Who's traversing the tract?
Date: October 3, 2011
Nurse practitioner brings solution to screening shortage for colon cancer.
275. That’s the average number of colonoscopies it takes for a GI fellow to “reach minimal cognitive and motor competency” to do them, according to a study out this spring in Gastrointestinal Endoscopy. The article goes on to suggest that the bar for mastering colonoscopies should be moved even higher.
Hitting high volumes has seldom been a problem at Hopkins, as an academic center with a seamless supply of colonoscopy patients. And it’s certainly not a drawback for Monica VanDongen, who has performed hundreds in the two years since she began her training and clinical practice in the Department of Gastroenterology and Hepatology. At Hopkins and elsewhere, the young woman is unique: VanDongen is a nurse practitioner who completed a one-year, intensive medical fellowship in gastroenterology.
Now she and those who follow her bring hope of easing a clinical problem that’s all too obvious, says department director Tony Kalloo: “Thousands of people are not getting screened for colorectal cancer because of manpower shortages. It’s reasonable, then, to raise the number of capable providers for that procedure,” he notes. Yet, at the same time, reimbursement for colonoscopies is going down. “If we’re all dedicated to saving health care costs while not compromising patient care,” says Kalloo, “doesn’t this solution make sense?”
VanDongen’s skills are proven. Because of her unusual status as a nurse-practitioner colonoscopist, her work has been monitored more than most. “The audits are especially necessary because the American Society of Gastrointestinal Endoscopy has essentially no data to support non-physicians in this new role,” she says.
A recent review noted VanDongen’s 94.6 percent success rate for cecal intubation—the sine qua non of traversing the tract to the cecum. Kalloo describes her detection of precancerous adenomas—0.43 per colonoscopy—as “wonderful.” And her ability to complete the procedures and do them within the recommended time—a sign of skillful maneuvering—is well above the national average.

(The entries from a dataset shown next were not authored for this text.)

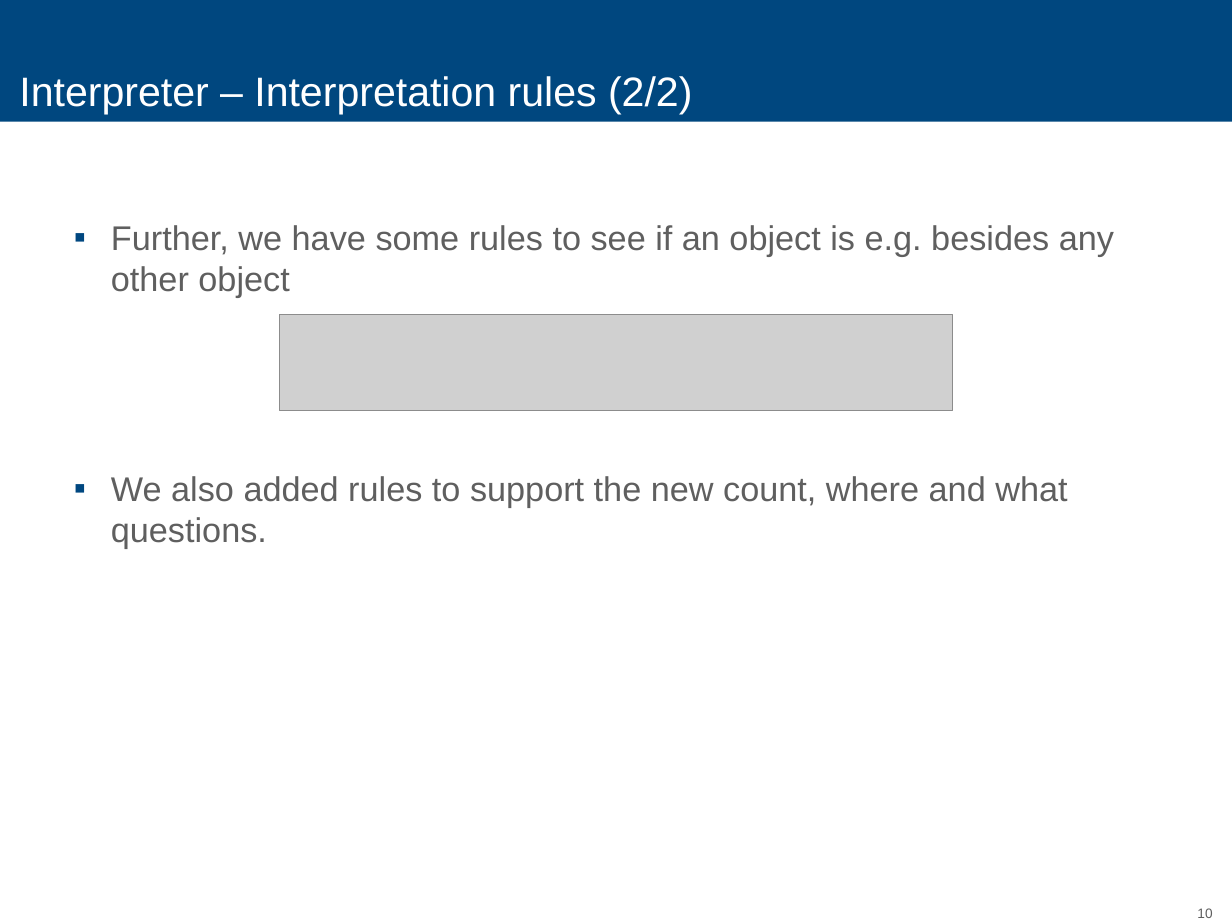
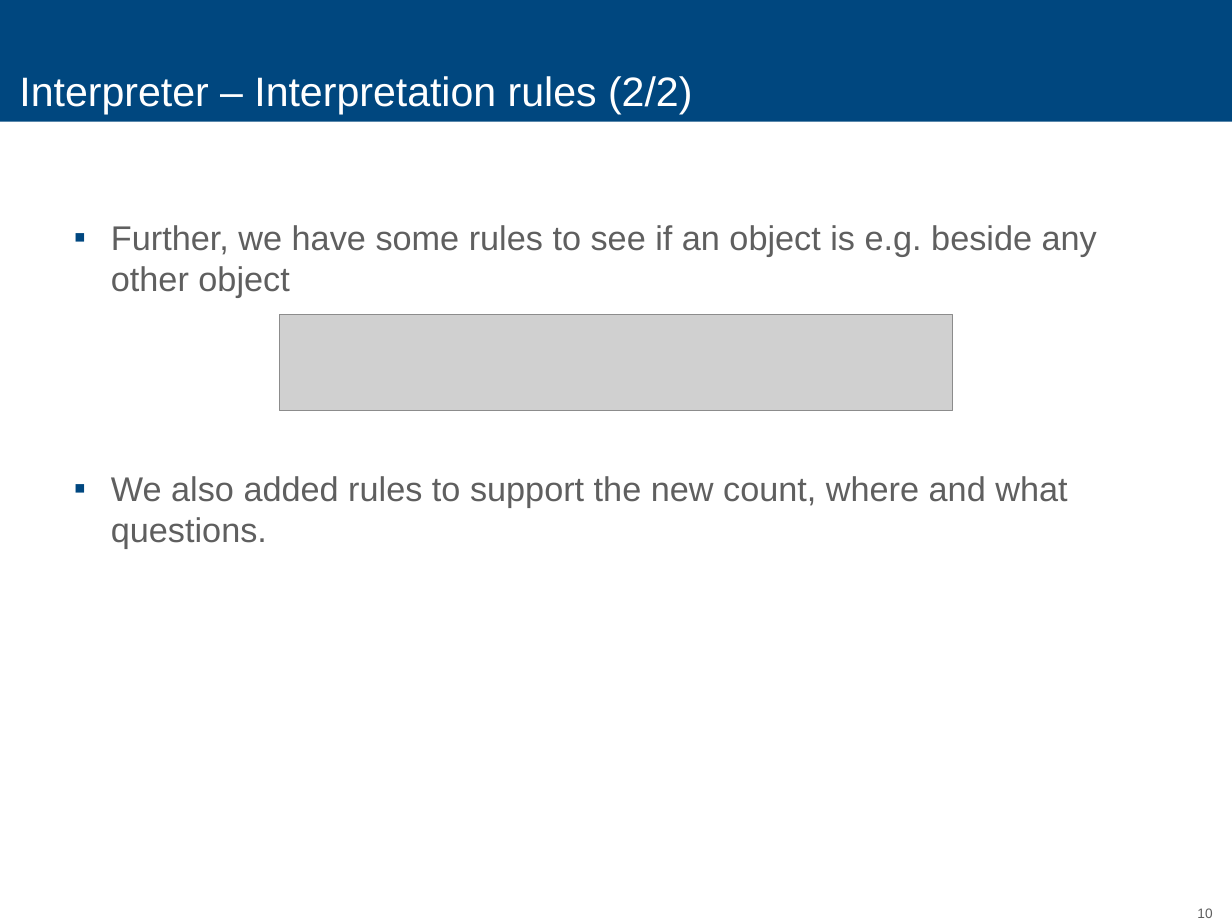
Before and after one commit to Medulli/shrdlite-chalmers, a slide deck: slide 10 of Report/AI.pptx. Drawn at 1232x924 pixels with LibreOffice and Linux fonts; fonts in the diff are those of the drawing; grey boxes stand for pictures. Boxes give left, top, right and bottom in pixels: in the first picture for what was removed or moved away, otherwise in the second. Text is boxed around its words. In the diff, an @@ line names an element or a change of style, - is before the commit and + after.

Commit message:
inor change to interp section

```diff
--- a/Report/AI.pptx
+++ b/Report/AI.pptx
@@ text at (x1=111, y1=225, x2=1097, y2=298): text changed @@
-▪ Further, we have some rules to see if an object is e.g. besides any other object
+▪ Further, we have some rules to see if an object is e.g. beside any other object
```
Also in this commit, not shown: 1 other slide changed.

“My great worry when I began the training was about working alongside the medical fellows and being accepted by them,” says VanDongen. “As a nurse practitioner, I expected some resistance, but it wasn’t there.”
Departmental reviewers are so pleased with the new venture with Hopkins’ School of Nursing that two more fellows are in training.
As for VanDongen, she’s finishing a doctoral degree and its required clinical research. Struck by the apparent benefits of having patients prepare for a colonoscopy both in the morning and the night before it, she’s been integrating the split prep into her practice. “You’d think, intuitively, that the longer a patient goes without eating or drinking, the better,” she says. “But bilious material builds up with time, especially on the right side of the colon. The morning dose of irrigant acts as a final flush of those secretions.”
Meanwhile, VanDongen continues an active practice, both with clinic patients and with those in a colorectal screening program for underserved people who live near Hopkins.